Directions: The answer must be every line of the records below that holds the word "commit".
^^^^^^^^
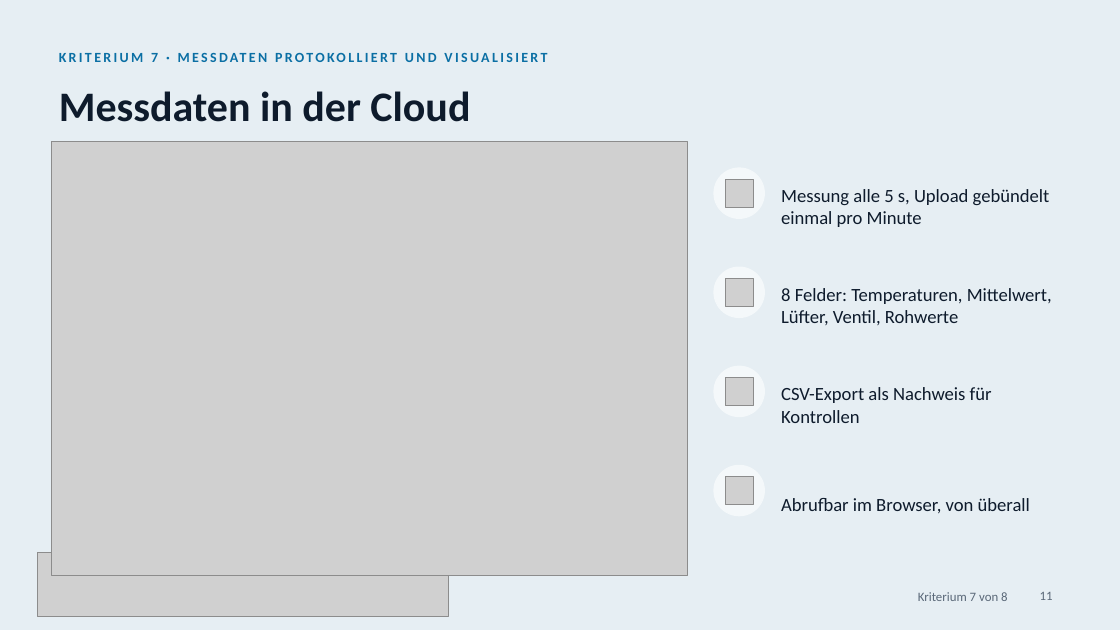
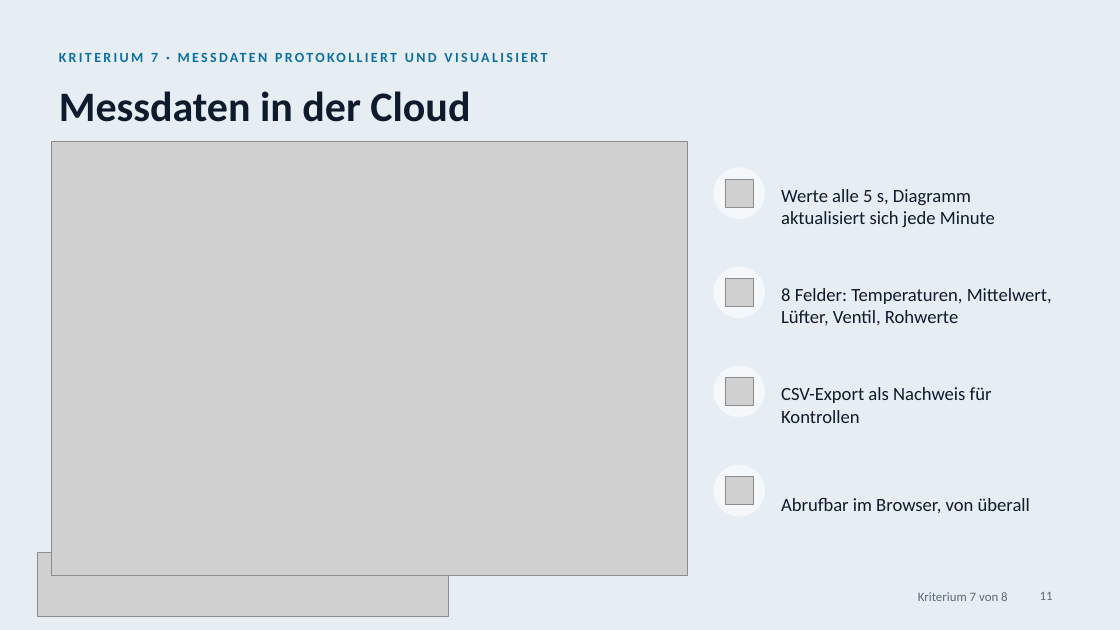
Before and after one commit to 47Felix/RasberryPI-Team-13, a slide deck: slide 11 of Challenge-III-Ice-Truck-Cloud/Praesentation/ice-truck-in-der-cloud.pptx. Drawn at 1120x630 pixels with LibreOffice and Linux fonts; fonts in the diff are those of the drawing; grey boxes stand for pictures. Boxes give left, top, right and bottom in pixels: in the first picture for what was removed or moved away, otherwise in the second. Text is boxed around its words. In the diff, an @@ line names an element or a change of style, - is before the commit and + after.

```diff
--- a/Challenge-III-Ice-Truck-Cloud/Praesentation/ice-truck-in-der-cloud.pptx
+++ b/Challenge-III-Ice-Truck-Cloud/Praesentation/ice-truck-in-der-cloud.pptx
@@ text at (781, 189, 995, 227): text changed @@
-Messung alle 5 s, Upload gebündelt einmal pro Minute
+Werte alle 5 s, Diagramm aktualisiert sich jede Minute
```
Also in this commit, not shown: 1 other slide changed, 4 other files.
^^^^^^^^
Solution to this task:
Before and after one commit to 47Felix/RasberryPI-Team-13, a slide deck: slide 11 of Challenge-III-Ice-Truck-Cloud/Praesentation/ice-truck-in-der-cloud.pptx. Drawn at 1120x630 pixels with LibreOffice and Linux fonts; fonts in the diff are those of the drawing; grey boxes stand for pictures. Boxes give left, top, right and bottom in pixels: in the first picture for what was removed or moved away, otherwise in the second. Text is boxed around its words. In the diff, an @@ line names an element or a change of style, - is before the commit and + after.
Also in this commit, not shown: 1 other slide changed, 4 other files.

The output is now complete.